**Task goal**
Reproduce the records that follow exactly; any picture among them stays out.

== Given records

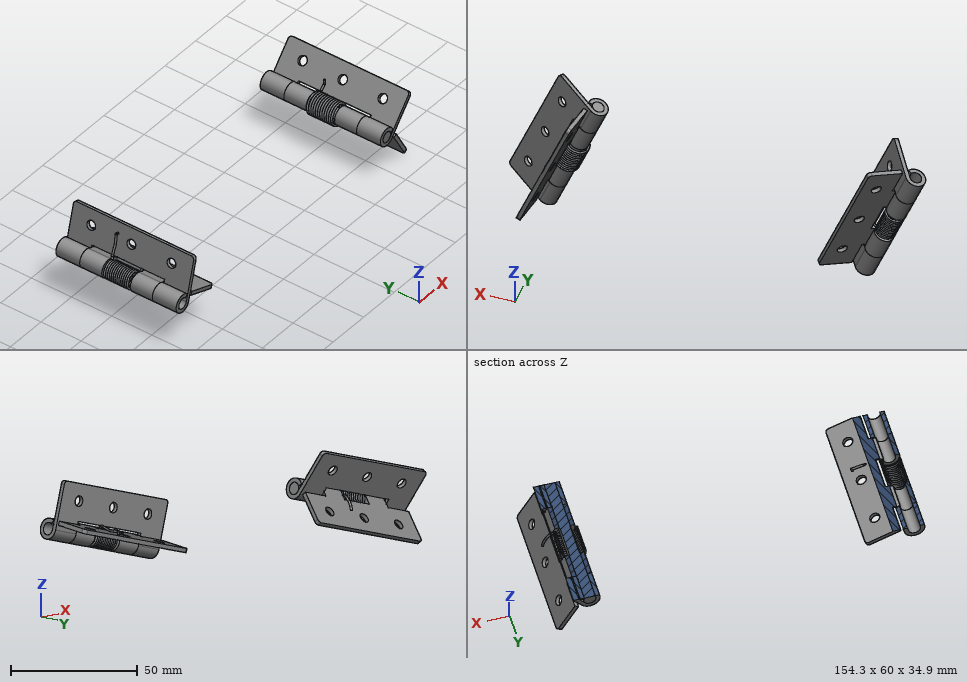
import cadquery as cq
import math


hinge_length = 60.0
bore_radius = 2.5
leaf_thickness = 1.75
knuckle_radius = bore_radius + leaf_thickness
leaf_reach = 20.0
corner_radius = 1.5
hole_diameter = 4.2
hole_reach = 13.0
hole_pitch = 20.0
roll_sweep = 302.0

knuckle_split = 18.1
spring_gap = 7.1
leaf_setback = 5.0

wire_radius = 0.45
left_coil_radius = 3.75
right_coil_radius = 4.72
left_coil_start = 6.3
left_coil_end = -5.9
left_upper_leg_y = 7.05
right_coil_start = 6.4
right_coil_end = -6.6

left_axis = (0.0, 0.0)
left_upper_angle = 75.0
left_lower_angle = -20.0
right_axis = (133.73, -0.07)
right_upper_angle = 49.0
right_lower_angle = -60.5

OUTER_KNUCKLES = [(-hinge_length / 2, -knuckle_split), (knuckle_split, hinge_length / 2)]
INNER_KNUCKLES = [(-knuckle_split, -spring_gap), (spring_gap, knuckle_split)]


def slab(u_start, u_end, v_start, v_end, y_start, y_end):
    """Box from two opposite corners; u runs along the leaf (X), v across its thickness (Z)."""
    return cq.Workplane("XY").box(
        u_end - u_start, y_end - y_start, v_end - v_start, centered=False
    ).translate((u_start, y_start, v_start))


def rolled_knuckle(y_start, y_end):
    """Leaf edge rolled round the bore, starting on top and turning away from the leaf."""
    def on_roll(radius, turned):
        angle = math.radians(90 + turned)
        return radius * math.cos(angle), radius * math.sin(angle)

    half = roll_sweep / 2
    return (
        cq.Workplane("XZ", origin=(0, y_end, 0))
        .moveTo(*on_roll(knuckle_radius, 0))
        .threePointArc(on_roll(knuckle_radius, half), on_roll(knuckle_radius, roll_sweep))
        .lineTo(*on_roll(bore_radius, roll_sweep))
        .threePointArc(on_roll(bore_radius, half), on_roll(bore_radius, 0))
        .close()
        .extrude(y_end - y_start)
    )


def flat_leaf(knuckle_spans):
    """Leaf lying along +X with its outer face tangent to the top of its knuckles."""
    half_length = hinge_length / 2
    leaf = slab(leaf_setback, leaf_reach, bore_radius, knuckle_radius, -half_length, half_length)
    leaf = leaf.edges("|Z and >X").fillet(corner_radius)
    holes = (
        cq.Workplane("XY")
        .pushPoints([(hole_reach, row * hole_pitch) for row in (-1, 0, 1)])
        .circle(hole_diameter / 2)
        .extrude(2 * knuckle_radius)
    )
    leaf = leaf.cut(holes)
    for y_start, y_end in knuckle_spans:
        neck = slab(0, leaf_setback, bore_radius, knuckle_radius, y_start, y_end)
        leaf = leaf.union(neck).union(rolled_knuckle(y_start, y_end))
    return leaf


def place(body, axis):
    return body.translate((axis[0], 0, axis[1]))


def upper_leaf(axis, angle):
    """Leaf with the outer knuckles, turned over so that its outer face is the lower one."""
    leaf = flat_leaf(OUTER_KNUCKLES).rotate((0, 0, 0), (1, 0, 0), 180)
    return place(leaf.rotate((0, 0, 0), (0, 1, 0), -angle), axis)


def lower_leaf(axis, angle):
    """Leaf with the inner knuckles, its outer face being the upper one."""
    leaf = flat_leaf(INNER_KNUCKLES)
    return place(leaf.rotate((0, 0, 0), (0, 1, 0), -angle), axis)


def leg_points(profile, face_offset, leaf_angle, y):
    """Leg corners from (distance along the leaf, height above the leaf face) pairs."""
    angle = math.radians(leaf_angle)
    points = []
    for along, height in profile:
        across = face_offset + height
        x = along * math.cos(angle) - across * math.sin(angle)
        z = along * math.sin(angle) + across * math.cos(angle)
        points.append(cq.Vector(x, y, z))
    return points


def wire_leg(points):
    """Round wire along straight stretches with rounded bends."""
    return (
        cq.Workplane(cq.Plane(points[0], normal=points[1] - points[0]))
        .circle(wire_radius)
        .sweep(cq.Workplane("XY").polyline([point.toTuple() for point in points]), transition="round")
    )


def coil_end(radius, polar_angle, y):
    angle = math.radians(polar_angle)
    return cq.Vector(radius * math.cos(angle), y, radius * math.sin(angle))


def spring(axis, coil_radius, turns, start_angle, end_angle, y_start, y_end, upper_leg, lower_leg):
    """Coil running from the upper leg at y_start to the lower leg at y_end.

    The coil makes the given whole turns plus the step from start_angle to end_angle.
    """
    sweep_turns = turns + (end_angle - start_angle) / 360
    length = y_start - y_end
    path = cq.Wire.makeHelix(length / sweep_turns, length, coil_radius)
    coil = (
        cq.Workplane("XZ", origin=(coil_radius, 0, 0))
        .circle(wire_radius)
        .sweep(cq.Workplane(path), isFrenet=True)
        .rotate((0, 0, 0), (1, 0, 0), 90)
        .rotate((0, 0, 0), (0, 1, 0), -start_angle)
        .translate((0, y_start, 0))
    )
    first = wire_leg([coil_end(coil_radius, start_angle, y_start)] + upper_leg)
    last = wire_leg([coil_end(coil_radius, end_angle, y_end)] + lower_leg)
    return place(coil.union(first).union(last), axis)


def pin(axis):
    body = cq.Workplane("XZ", origin=(0, hinge_length / 2, 0)).circle(bore_radius).extrude(hinge_length)
    return place(body, axis)


left_hooked_leg = [(5.0, 1.2), (10.2, 0.5), (15.0, 1.1), (15.0, 0.02)]
left_upper_leaf = upper_leaf(left_axis, left_upper_angle)
left_lower_leaf = lower_leaf(left_axis, left_lower_angle)
left_spring = spring(
    left_axis, left_coil_radius, turns=13, start_angle=66.0, end_angle=21.0,
    y_start=left_coil_start, y_end=left_coil_end,
    upper_leg=leg_points(left_hooked_leg, -bore_radius, left_upper_angle, left_upper_leg_y),
    lower_leg=leg_points(left_hooked_leg, knuckle_radius, left_lower_angle, left_coil_end),
)

right_upper_leg = [(5.0, 1.05), (8.5, 0.6), (9.9, 2.0)]
right_lower_leg = [(3.1, 0.6), (6.6, 1.2), (8.9, 1.0), (10.6, 0.5)]
right_upper_leaf = upper_leaf(right_axis, right_upper_angle)
right_lower_leaf = lower_leaf(right_axis, right_lower_angle)
right_pin = pin(right_axis)
right_spring = spring(
    right_axis, right_coil_radius, turns=12, start_angle=40.0, end_angle=-5.0,
    y_start=right_coil_start, y_end=right_coil_end,
    upper_leg=leg_points(right_upper_leg, -bore_radius, right_upper_angle, right_coil_start),
    lower_leg=leg_points(right_lower_leg, knuckle_radius, right_lower_angle, right_coil_end),
)

result = cq.Compound.makeCompound([
    left_upper_leaf.solids().val(),
    left_lower_leaf.solids().val(),
    left_spring.solids().val(),
    right_upper_leaf.solids().val(),
    right_lower_leaf.solids().val(),
    right_spring.solids().val(),
    right_pin.solids().val(),
])

====

**Answer below**
import cadquery as cq
import math


hinge_length = 60.0
bore_radius = 2.5
leaf_thickness = 1.75
knuckle_radius = bore_radius + leaf_thickness
leaf_reach = 20.0
corner_radius = 1.5
hole_diameter = 4.2
hole_reach = 13.0
hole_pitch = 20.0
roll_sweep = 302.0

knuckle_split = 18.1
spring_gap = 7.1
leaf_setback = 5.0

wire_radius = 0.45
left_coil_radius = 3.75
right_coil_radius = 4.72
left_coil_start = 6.3
left_coil_end = -5.9
left_upper_leg_y = 7.05
right_coil_start = 6.4
right_coil_end = -6.6

left_axis = (0.0, 0.0)
left_upper_angle = 75.0
left_lower_angle = -20.0
right_axis = (133.73, -0.07)
right_upper_angle = 49.0
right_lower_angle = -60.5

OUTER_KNUCKLES = [(-hinge_length / 2, -knuckle_split), (knuckle_split, hinge_length / 2)]
INNER_KNUCKLES = [(-knuckle_split, -spring_gap), (spring_gap, knuckle_split)]


def slab(u_start, u_end, v_start, v_end, y_start, y_end):
    """Box from two opposite corners; u runs along the leaf (X), v across its thickness (Z)."""
    return cq.Workplane("XY").box(
        u_end - u_start, y_end - y_start, v_end - v_start, centered=False
    ).translate((u_start, y_start, v_start))


def rolled_knuckle(y_start, y_end):
    """Leaf edge rolled round the bore, starting on top and turning away from the leaf."""
    def on_roll(radius, turned):
        angle = math.radians(90 + turned)
        return radius * math.cos(angle), radius * math.sin(angle)

    half = roll_sweep / 2
    return (
        cq.Workplane("XZ", origin=(0, y_end, 0))
        .moveTo(*on_roll(knuckle_radius, 0))
        .threePointArc(on_roll(knuckle_radius, half), on_roll(knuckle_radius, roll_sweep))
        .lineTo(*on_roll(bore_radius, roll_sweep))
        .threePointArc(on_roll(bore_radius, half), on_roll(bore_radius, 0))
        .close()
        .extrude(y_end - y_start)
    )


def flat_leaf(knuckle_spans):
    """Leaf lying along +X with its outer face tangent to the top of its knuckles."""
    half_length = hinge_length / 2
    leaf = slab(leaf_setback, leaf_reach, bore_radius, knuckle_radius, -half_length, half_length)
    leaf = leaf.edges("|Z and >X").fillet(corner_radius)
    holes = (
        cq.Workplane("XY")
        .pushPoints([(hole_reach, row * hole_pitch) for row in (-1, 0, 1)])
        .circle(hole_diameter / 2)
        .extrude(2 * knuckle_radius)
    )
    leaf = leaf.cut(holes)
    for y_start, y_end in knuckle_spans:
        neck = slab(0, leaf_setback, bore_radius, knuckle_radius, y_start, y_end)
        leaf = leaf.union(neck).union(rolled_knuckle(y_start, y_end))
    return leaf


def place(body, axis):
    return body.translate((axis[0], 0, axis[1]))


def upper_leaf(axis, angle):
    """Leaf with the outer knuckles, turned over so that its outer face is the lower one."""
    leaf = flat_leaf(OUTER_KNUCKLES).rotate((0, 0, 0), (1, 0, 0), 180)
    return place(leaf.rotate((0, 0, 0), (0, 1, 0), -angle), axis)


def lower_leaf(axis, angle):
    """Leaf with the inner knuckles, its outer face being the upper one."""
    leaf = flat_leaf(INNER_KNUCKLES)
    return place(leaf.rotate((0, 0, 0), (0, 1, 0), -angle), axis)


def leg_points(profile, face_offset, leaf_angle, y):
    """Leg corners from (distance along the leaf, height above the leaf face) pairs."""
    angle = math.radians(leaf_angle)
    points = []
    for along, height in profile:
        across = face_offset + height
        x = along * math.cos(angle) - across * math.sin(angle)
        z = along * math.sin(angle) + across * math.cos(angle)
        points.append(cq.Vector(x, y, z))
    return points


def wire_leg(points):
    """Round wire along straight stretches with rounded bends."""
    return (
        cq.Workplane(cq.Plane(points[0], normal=points[1] - points[0]))
        .circle(wire_radius)
        .sweep(cq.Workplane("XY").polyline([point.toTuple() for point in points]), transition="round")
    )


def coil_end(radius, polar_angle, y):
    angle = math.radians(polar_angle)
    return cq.Vector(radius * math.cos(angle), y, radius * math.sin(angle))


def spring(axis, coil_radius, turns, start_angle, end_angle, y_start, y_end, upper_leg, lower_leg):
    """Coil running from the upper leg at y_start to the lower leg at y_end.

    The coil makes the given whole turns plus the step from start_angle to end_angle.
    """
    sweep_turns = turns + (end_angle - start_angle) / 360
    length = y_start - y_end
    path = cq.Wire.makeHelix(length / sweep_turns, length, coil_radius)
    coil = (
        cq.Workplane("XZ", origin=(coil_radius, 0, 0))
        .circle(wire_radius)
        .sweep(cq.Workplane(path), isFrenet=True)
        .rotate((0, 0, 0), (1, 0, 0), 90)
        .rotate((0, 0, 0), (0, 1, 0), -start_angle)
        .translate((0, y_start, 0))
    )
    first = wire_leg([coil_end(coil_radius, start_angle, y_start)] + upper_leg)
    last = wire_leg([coil_end(coil_radius, end_angle, y_end)] + lower_leg)
    return place(coil.union(first).union(last), axis)


def pin(axis):
    body = cq.Workplane("XZ", origin=(0, hinge_length / 2, 0)).circle(bore_radius).extrude(hinge_length)
    return place(body, axis)


left_hooked_leg = [(5.0, 1.2), (10.2, 0.5), (15.0, 1.1), (15.0, 0.02)]
left_upper_leaf = upper_leaf(left_axis, left_upper_angle)
left_lower_leaf = lower_leaf(left_axis, left_lower_angle)
left_spring = spring(
    left_axis, left_coil_radius, turns=13, start_angle=66.0, end_angle=21.0,
    y_start=left_coil_start, y_end=left_coil_end,
    upper_leg=leg_points(left_hooked_leg, -bore_radius, left_upper_angle, left_upper_leg_y),
    lower_leg=leg_points(left_hooked_leg, knuckle_radius, left_lower_angle, left_coil_end),
)

right_upper_leg = [(5.0, 1.05), (8.5, 0.6), (9.9, 2.0)]
right_lower_leg = [(3.1, 0.6), (6.6, 1.2), (8.9, 1.0), (10.6, 0.5)]
right_upper_leaf = upper_leaf(right_axis, right_upper_angle)
right_lower_leaf = lower_leaf(right_axis, right_lower_angle)
right_pin = pin(right_axis)
right_spring = spring(
    right_axis, right_coil_radius, turns=12, start_angle=40.0, end_angle=-5.0,
    y_start=right_coil_start, y_end=right_coil_end,
    upper_leg=leg_points(right_upper_leg, -bore_radius, right_upper_angle, right_coil_start),
    lower_leg=leg_points(right_lower_leg, knuckle_radius, right_lower_angle, right_coil_end),
)

result = cq.Compound.makeCompound([
    left_upper_leaf.solids().val(),
    left_lower_leaf.solids().val(),
    left_spring.solids().val(),
    right_upper_leaf.solids().val(),
    right_lower_leaf.solids().val(),
    right_spring.solids().val(),
    right_pin.solids().val(),
])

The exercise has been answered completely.